The problem:
Copy the lines below as they are; omit the images they contain.

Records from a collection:
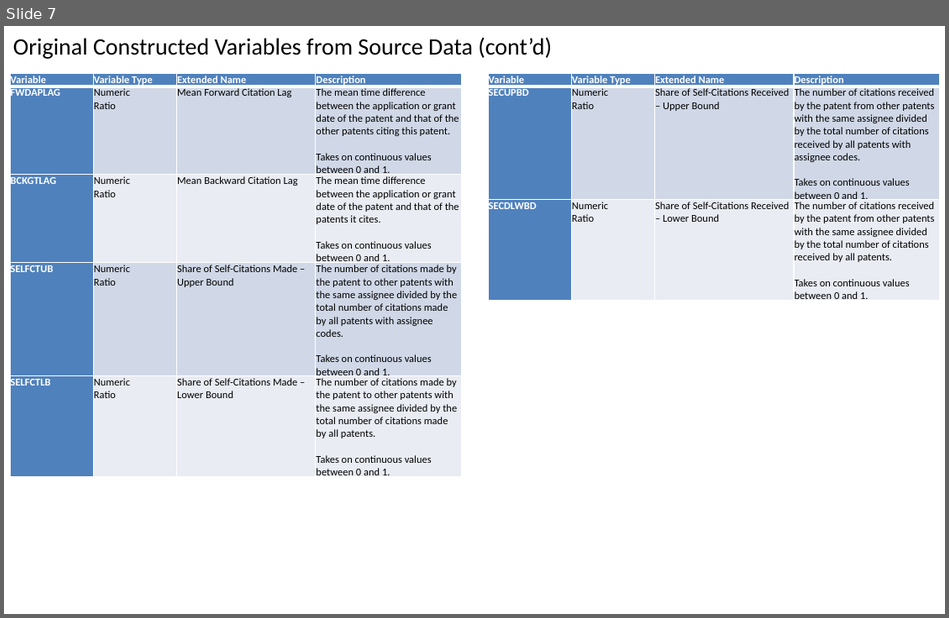
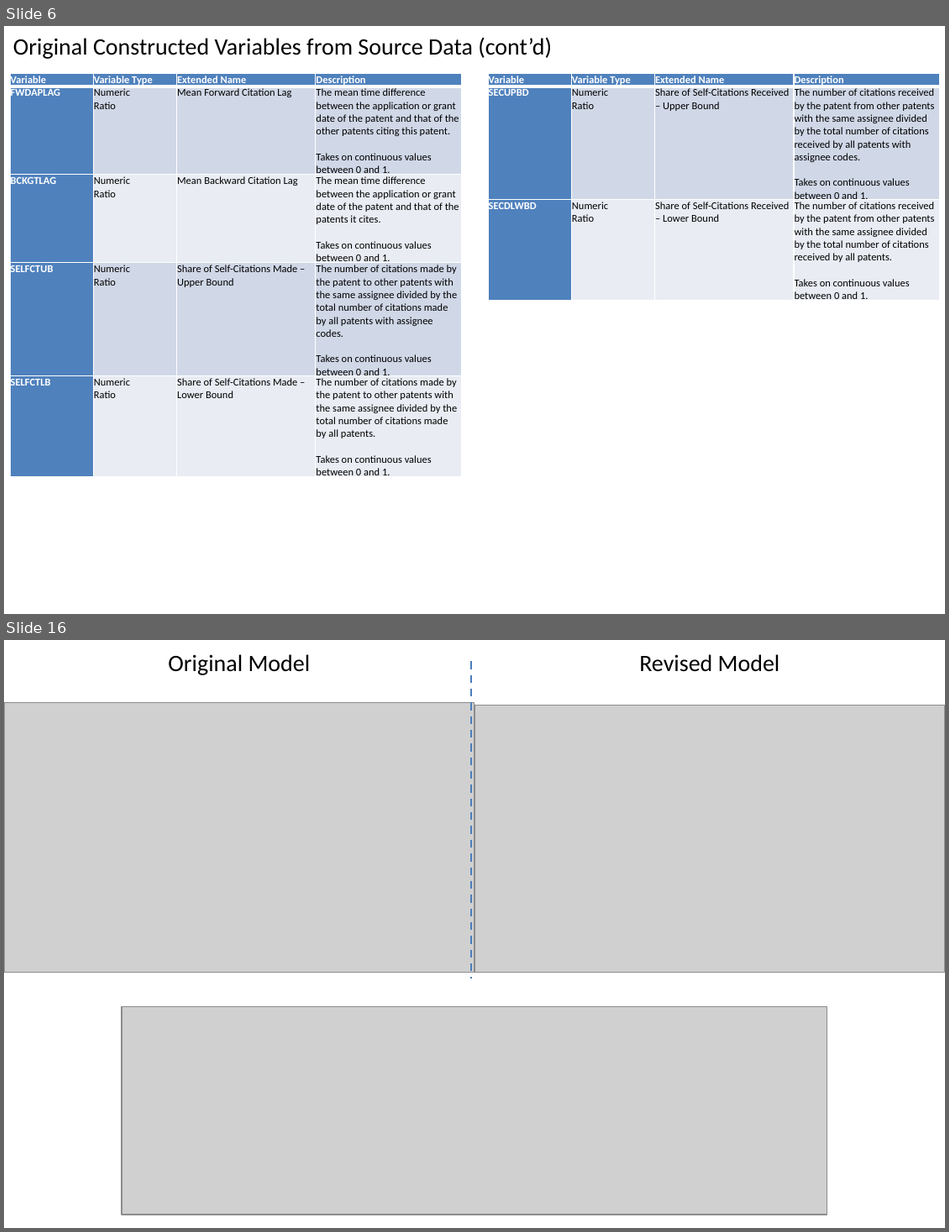
Before and after one commit to SLU-Courses-Townes/SOC6100, a slide deck: Presentations/Presentation02/Townes_SOC6100_Presentation02.pptx. Shown one above the other, each under a label of ours: slide 7 before the commit, slides 6 and 16 after it; the slides between them are not shown. The pictures are 949x618 and 949x1232 pixels, drawn with LibreOffice and Linux fonts; fonts in the diff are those of the drawing; grey boxes stand for pictures. Boxes give left, top, right and bottom in pixels: in the first picture for what was removed or moved away, otherwise in the second. Text is boxed around its words. In the diff, an @@ line names an element or a change of style, - is before the commit and + after.

```diff
--- a/Presentations/Presentation02/Townes_SOC6100_Presentation02.pptx
+++ b/Presentations/Presentation02/Townes_SOC6100_Presentation02.pptx
@@ slide 16 added at [4,640,945,1228], background #FFFFFF @@
@@ text added at [168,654,311,675], 18 pt, text #000000 @@
+Original Model
@@ line added from (471, 662) to (471, 979), #4B7EBC 1.5 pt dashed @@
@@ text added at [639,654,780,672], 18 pt, text #000000 @@
+Revised Model
@@ picture added at [4,702,474,972] @@
@@ picture added at [474,705,945,972] @@
@@ picture added at [122,1007,827,1215] @@
@@ what was slide 7 is now slide 6 @@
```
Also in this commit, not shown: 5 slides changed, 12 other slides added, 1 slide removed.

Written solution:
Before and after one commit to SLU-Courses-Townes/SOC6100, a slide deck: Presentations/Presentation02/Townes_SOC6100_Presentation02.pptx. Shown one above the other, each under a label of ours: slide 7 before the commit, slides 6 and 16 after it; the slides between them are not shown. The pictures are 949x618 and 949x1232 pixels, drawn with LibreOffice and Linux fonts; fonts in the diff are those of the drawing; grey boxes stand for pictures. Boxes give left, top, right and bottom in pixels: in the first picture for what was removed or moved away, otherwise in the second. Text is boxed around its words. In the diff, an @@ line names an element or a change of style, - is before the commit and + after.

```diff
--- a/Presentations/Presentation02/Townes_SOC6100_Presentation02.pptx
+++ b/Presentations/Presentation02/Townes_SOC6100_Presentation02.pptx
@@ slide 16 added at [4,640,945,1228], background #FFFFFF @@
@@ text added at [168,654,311,675], 18 pt, text #000000 @@
+Original Model
@@ line added from (471, 662) to (471, 979), #4B7EBC 1.5 pt dashed @@
@@ text added at [639,654,780,672], 18 pt, text #000000 @@
+Revised Model
@@ picture added at [4,702,474,972] @@
@@ picture added at [474,705,945,972] @@
@@ picture added at [122,1007,827,1215] @@
@@ what was slide 7 is now slide 6 @@
```
Also in this commit, not shown: 5 slides changed, 12 other slides added, 1 slide removed.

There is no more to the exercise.